- What to produce -
Work out how many lines below contain the word "page", then give that number alone.

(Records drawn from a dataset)
___

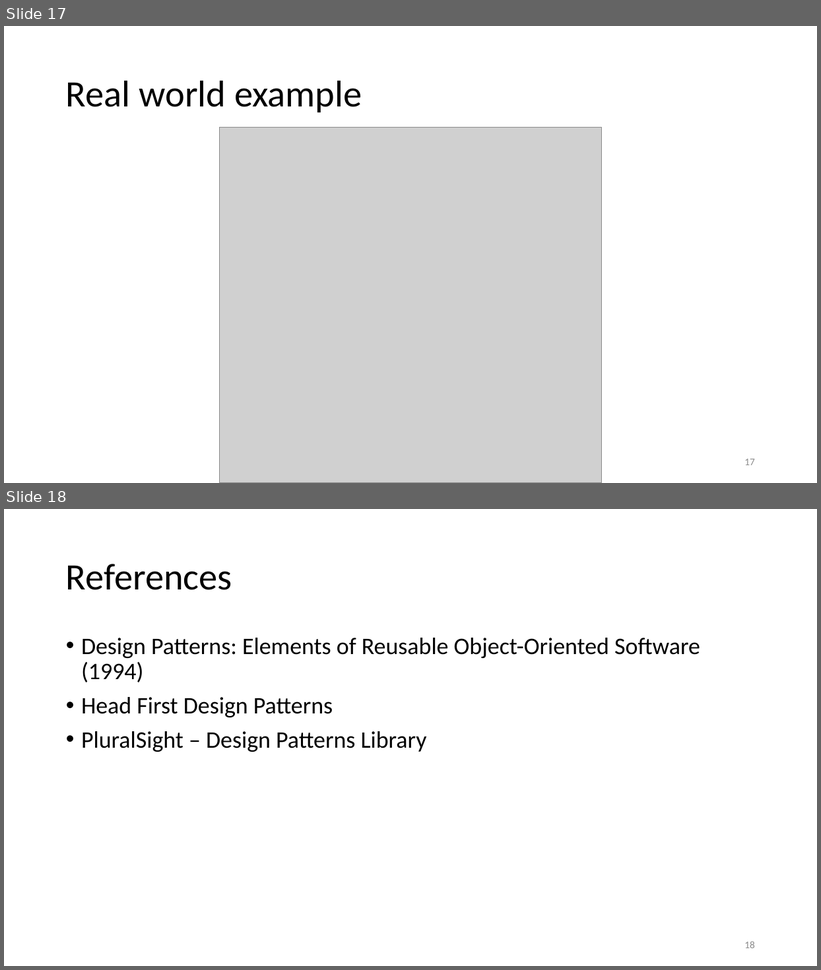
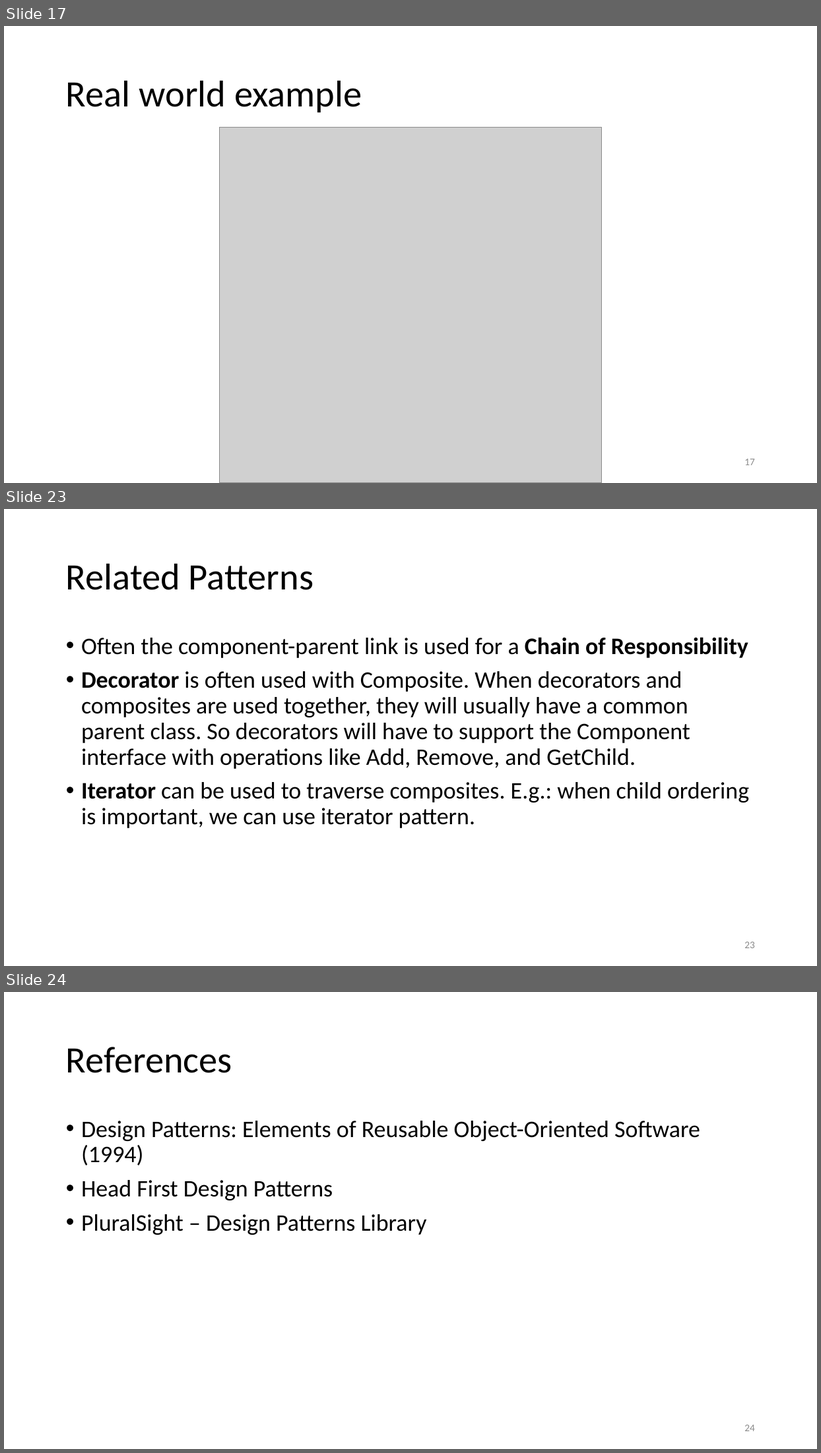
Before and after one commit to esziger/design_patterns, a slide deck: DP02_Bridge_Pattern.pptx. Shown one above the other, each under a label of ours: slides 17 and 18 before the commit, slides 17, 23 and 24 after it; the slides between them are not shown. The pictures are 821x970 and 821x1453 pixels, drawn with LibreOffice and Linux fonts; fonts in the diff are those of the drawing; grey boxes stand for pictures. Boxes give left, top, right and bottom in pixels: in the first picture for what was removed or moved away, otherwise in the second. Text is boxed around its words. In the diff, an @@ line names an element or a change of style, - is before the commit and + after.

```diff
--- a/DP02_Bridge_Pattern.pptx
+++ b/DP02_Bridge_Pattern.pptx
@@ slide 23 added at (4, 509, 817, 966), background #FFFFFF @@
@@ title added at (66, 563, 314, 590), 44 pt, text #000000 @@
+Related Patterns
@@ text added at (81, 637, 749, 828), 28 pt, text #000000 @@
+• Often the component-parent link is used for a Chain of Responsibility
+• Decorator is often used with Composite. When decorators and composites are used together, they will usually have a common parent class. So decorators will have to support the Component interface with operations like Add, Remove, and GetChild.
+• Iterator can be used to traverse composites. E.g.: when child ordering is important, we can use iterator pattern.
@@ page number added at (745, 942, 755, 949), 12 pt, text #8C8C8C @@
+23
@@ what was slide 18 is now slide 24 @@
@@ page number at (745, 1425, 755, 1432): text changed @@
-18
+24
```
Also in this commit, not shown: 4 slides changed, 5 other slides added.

___

- Solution to the problem -
2